__YOUR INSTRUCTIONS__.
With the line containing "- Up to frame 3" as the start and the line containing "-15,7 +15,7 @@" as the end, transcribe that span of the entries below exactly, including both.

Records from a data collection
────────────────────────────────────────

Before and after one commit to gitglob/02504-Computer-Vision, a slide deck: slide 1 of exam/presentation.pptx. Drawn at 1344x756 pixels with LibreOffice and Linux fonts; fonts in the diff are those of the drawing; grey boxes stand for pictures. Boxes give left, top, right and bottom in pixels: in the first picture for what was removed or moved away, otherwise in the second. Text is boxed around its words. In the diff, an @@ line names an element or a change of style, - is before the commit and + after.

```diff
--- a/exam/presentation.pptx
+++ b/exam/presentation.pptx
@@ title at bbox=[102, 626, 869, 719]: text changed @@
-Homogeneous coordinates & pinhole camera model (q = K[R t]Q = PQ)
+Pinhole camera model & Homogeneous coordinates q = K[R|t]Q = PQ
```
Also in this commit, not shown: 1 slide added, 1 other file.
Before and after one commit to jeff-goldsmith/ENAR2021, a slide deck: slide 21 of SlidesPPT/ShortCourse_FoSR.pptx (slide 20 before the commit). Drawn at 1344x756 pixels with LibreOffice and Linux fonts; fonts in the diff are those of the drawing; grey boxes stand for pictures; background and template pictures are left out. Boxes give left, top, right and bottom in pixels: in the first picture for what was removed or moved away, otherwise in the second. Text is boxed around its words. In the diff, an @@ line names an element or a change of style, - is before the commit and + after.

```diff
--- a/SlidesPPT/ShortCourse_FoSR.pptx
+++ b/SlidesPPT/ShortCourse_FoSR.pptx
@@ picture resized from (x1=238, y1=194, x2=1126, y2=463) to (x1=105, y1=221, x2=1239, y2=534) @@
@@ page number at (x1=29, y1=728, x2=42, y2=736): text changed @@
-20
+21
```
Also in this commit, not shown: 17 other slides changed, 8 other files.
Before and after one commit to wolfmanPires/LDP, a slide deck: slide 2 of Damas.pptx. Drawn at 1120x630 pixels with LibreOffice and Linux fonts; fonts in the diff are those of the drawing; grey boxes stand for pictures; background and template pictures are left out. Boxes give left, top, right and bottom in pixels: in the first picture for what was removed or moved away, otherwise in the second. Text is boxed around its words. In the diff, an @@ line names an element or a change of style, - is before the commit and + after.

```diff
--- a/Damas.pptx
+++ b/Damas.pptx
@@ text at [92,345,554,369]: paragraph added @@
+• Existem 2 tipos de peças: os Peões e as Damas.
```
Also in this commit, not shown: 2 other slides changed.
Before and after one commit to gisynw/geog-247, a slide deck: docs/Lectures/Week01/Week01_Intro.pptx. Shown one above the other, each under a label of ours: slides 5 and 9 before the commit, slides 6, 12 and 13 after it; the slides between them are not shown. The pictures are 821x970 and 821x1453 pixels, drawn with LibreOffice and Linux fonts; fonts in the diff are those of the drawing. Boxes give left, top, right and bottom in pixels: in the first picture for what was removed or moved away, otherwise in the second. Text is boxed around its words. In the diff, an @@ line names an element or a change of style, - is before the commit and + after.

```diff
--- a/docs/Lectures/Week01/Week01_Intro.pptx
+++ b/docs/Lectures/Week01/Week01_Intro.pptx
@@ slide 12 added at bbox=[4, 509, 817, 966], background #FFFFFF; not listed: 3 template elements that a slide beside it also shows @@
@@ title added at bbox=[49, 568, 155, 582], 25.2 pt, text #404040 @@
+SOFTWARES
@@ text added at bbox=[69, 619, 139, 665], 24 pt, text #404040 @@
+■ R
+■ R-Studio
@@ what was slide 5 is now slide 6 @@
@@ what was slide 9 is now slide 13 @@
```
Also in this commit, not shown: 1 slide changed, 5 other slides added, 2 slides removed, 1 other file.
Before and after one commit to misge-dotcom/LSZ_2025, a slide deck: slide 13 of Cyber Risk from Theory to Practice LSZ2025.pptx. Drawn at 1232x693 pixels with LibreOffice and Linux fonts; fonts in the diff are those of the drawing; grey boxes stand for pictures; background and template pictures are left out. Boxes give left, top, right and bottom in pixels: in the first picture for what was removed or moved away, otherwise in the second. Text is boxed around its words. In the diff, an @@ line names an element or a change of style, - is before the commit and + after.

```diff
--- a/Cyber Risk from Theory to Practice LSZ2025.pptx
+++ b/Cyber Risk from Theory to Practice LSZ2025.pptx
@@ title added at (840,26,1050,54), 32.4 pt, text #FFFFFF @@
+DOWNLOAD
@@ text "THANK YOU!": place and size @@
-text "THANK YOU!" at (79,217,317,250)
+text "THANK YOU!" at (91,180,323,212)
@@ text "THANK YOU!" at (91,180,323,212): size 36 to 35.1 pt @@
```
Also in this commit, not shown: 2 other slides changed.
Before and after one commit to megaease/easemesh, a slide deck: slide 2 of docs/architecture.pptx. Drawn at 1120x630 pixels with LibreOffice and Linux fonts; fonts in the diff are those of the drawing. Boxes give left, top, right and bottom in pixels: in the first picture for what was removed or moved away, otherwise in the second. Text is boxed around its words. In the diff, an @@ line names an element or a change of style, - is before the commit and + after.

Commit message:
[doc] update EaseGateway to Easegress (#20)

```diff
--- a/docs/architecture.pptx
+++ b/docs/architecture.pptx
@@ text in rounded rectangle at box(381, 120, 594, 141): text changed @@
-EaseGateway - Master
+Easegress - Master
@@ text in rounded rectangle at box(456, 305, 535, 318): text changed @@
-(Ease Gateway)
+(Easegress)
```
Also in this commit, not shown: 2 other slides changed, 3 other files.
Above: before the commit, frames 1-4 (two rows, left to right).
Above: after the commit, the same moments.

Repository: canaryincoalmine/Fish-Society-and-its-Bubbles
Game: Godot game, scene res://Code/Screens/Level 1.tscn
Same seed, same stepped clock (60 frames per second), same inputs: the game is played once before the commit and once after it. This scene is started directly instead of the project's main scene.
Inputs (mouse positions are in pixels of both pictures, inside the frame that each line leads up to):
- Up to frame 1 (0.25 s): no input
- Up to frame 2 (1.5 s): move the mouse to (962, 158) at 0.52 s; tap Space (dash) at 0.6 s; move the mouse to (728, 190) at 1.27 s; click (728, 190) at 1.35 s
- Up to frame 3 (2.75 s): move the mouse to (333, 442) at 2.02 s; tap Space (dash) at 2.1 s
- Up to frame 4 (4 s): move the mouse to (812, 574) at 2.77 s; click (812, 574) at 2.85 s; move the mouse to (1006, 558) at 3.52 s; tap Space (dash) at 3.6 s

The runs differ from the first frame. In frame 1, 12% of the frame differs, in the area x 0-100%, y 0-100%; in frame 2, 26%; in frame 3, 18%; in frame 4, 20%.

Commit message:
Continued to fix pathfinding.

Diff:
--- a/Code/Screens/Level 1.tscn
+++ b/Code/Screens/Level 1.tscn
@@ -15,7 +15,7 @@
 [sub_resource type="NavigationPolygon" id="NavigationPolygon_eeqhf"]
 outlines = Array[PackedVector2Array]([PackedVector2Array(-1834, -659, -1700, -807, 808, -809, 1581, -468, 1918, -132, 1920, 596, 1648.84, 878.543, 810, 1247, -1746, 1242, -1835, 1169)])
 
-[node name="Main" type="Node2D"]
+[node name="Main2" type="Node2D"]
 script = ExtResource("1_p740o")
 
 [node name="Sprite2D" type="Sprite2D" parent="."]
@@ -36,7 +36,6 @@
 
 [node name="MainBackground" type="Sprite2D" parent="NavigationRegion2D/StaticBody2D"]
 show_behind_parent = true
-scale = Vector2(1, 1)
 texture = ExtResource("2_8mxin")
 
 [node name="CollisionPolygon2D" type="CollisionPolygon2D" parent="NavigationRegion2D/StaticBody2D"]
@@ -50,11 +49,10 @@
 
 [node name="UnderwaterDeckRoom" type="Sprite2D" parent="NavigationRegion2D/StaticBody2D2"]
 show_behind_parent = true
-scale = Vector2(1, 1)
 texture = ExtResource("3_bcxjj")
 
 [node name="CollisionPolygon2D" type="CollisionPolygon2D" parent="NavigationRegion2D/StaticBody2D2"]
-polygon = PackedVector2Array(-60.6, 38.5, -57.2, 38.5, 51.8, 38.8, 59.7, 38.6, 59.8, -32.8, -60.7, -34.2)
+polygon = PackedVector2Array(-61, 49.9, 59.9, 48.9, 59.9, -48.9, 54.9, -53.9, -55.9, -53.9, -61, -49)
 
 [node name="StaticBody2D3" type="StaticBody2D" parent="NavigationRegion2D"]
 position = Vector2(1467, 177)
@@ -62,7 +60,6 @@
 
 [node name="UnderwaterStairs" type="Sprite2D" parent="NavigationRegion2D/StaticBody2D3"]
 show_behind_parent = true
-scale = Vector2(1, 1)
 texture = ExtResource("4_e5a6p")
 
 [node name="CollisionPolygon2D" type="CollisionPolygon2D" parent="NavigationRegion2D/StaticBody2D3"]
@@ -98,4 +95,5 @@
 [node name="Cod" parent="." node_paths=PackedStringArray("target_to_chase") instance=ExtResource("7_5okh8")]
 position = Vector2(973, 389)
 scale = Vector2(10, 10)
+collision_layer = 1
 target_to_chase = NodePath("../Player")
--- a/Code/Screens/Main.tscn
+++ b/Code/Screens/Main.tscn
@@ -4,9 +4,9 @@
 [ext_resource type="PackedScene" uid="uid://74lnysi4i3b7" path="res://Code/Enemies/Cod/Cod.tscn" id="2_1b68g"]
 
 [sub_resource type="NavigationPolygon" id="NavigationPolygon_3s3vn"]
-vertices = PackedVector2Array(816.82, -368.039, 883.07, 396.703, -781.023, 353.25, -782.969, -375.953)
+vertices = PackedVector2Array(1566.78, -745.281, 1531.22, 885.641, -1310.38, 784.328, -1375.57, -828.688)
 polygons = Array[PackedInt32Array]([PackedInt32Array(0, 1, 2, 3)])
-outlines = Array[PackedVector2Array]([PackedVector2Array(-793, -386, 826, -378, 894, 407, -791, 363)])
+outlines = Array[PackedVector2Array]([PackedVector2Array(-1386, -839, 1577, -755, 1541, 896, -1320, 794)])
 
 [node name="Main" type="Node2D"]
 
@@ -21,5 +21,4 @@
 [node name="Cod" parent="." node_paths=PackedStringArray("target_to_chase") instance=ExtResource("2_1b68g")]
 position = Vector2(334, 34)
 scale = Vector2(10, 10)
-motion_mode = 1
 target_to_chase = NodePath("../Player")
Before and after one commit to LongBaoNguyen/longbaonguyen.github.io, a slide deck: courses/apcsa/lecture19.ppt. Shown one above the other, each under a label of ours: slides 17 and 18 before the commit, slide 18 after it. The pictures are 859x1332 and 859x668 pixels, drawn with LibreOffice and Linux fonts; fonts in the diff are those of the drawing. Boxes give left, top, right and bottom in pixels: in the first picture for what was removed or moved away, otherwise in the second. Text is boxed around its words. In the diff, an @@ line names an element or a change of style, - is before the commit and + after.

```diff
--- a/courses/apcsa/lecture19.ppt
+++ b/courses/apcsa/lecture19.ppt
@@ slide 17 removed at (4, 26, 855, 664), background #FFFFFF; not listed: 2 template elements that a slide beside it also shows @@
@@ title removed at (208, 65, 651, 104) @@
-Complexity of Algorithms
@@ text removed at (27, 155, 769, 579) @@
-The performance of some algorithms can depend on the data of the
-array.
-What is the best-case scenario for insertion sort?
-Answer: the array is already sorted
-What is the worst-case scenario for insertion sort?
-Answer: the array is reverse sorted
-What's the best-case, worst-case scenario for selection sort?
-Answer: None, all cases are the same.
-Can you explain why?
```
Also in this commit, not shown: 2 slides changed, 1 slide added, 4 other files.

────────────────────────────────────────

__RESPONSE__.
- Up to frame 3 (2.75 s): move the mouse to (333, 442) at 2.02 s; tap Space (dash) at 2.1 s
- Up to frame 4 (4 s): move the mouse to (812, 574) at 2.77 s; click (812, 574) at 2.85 s; move the mouse to (1006, 558) at 3.52 s; tap Space (dash) at 3.6 s

The runs differ from the first frame. In frame 1, 12% of the frame differs, in the area x 0-100%, y 0-100%; in frame 2, 26%; in frame 3, 18%; in frame 4, 20%.

Commit message:
Continued to fix pathfinding.

Diff:
--- a/Code/Screens/Level 1.tscn
+++ b/Code/Screens/Level 1.tscn
@@ -15,7 +15,7 @@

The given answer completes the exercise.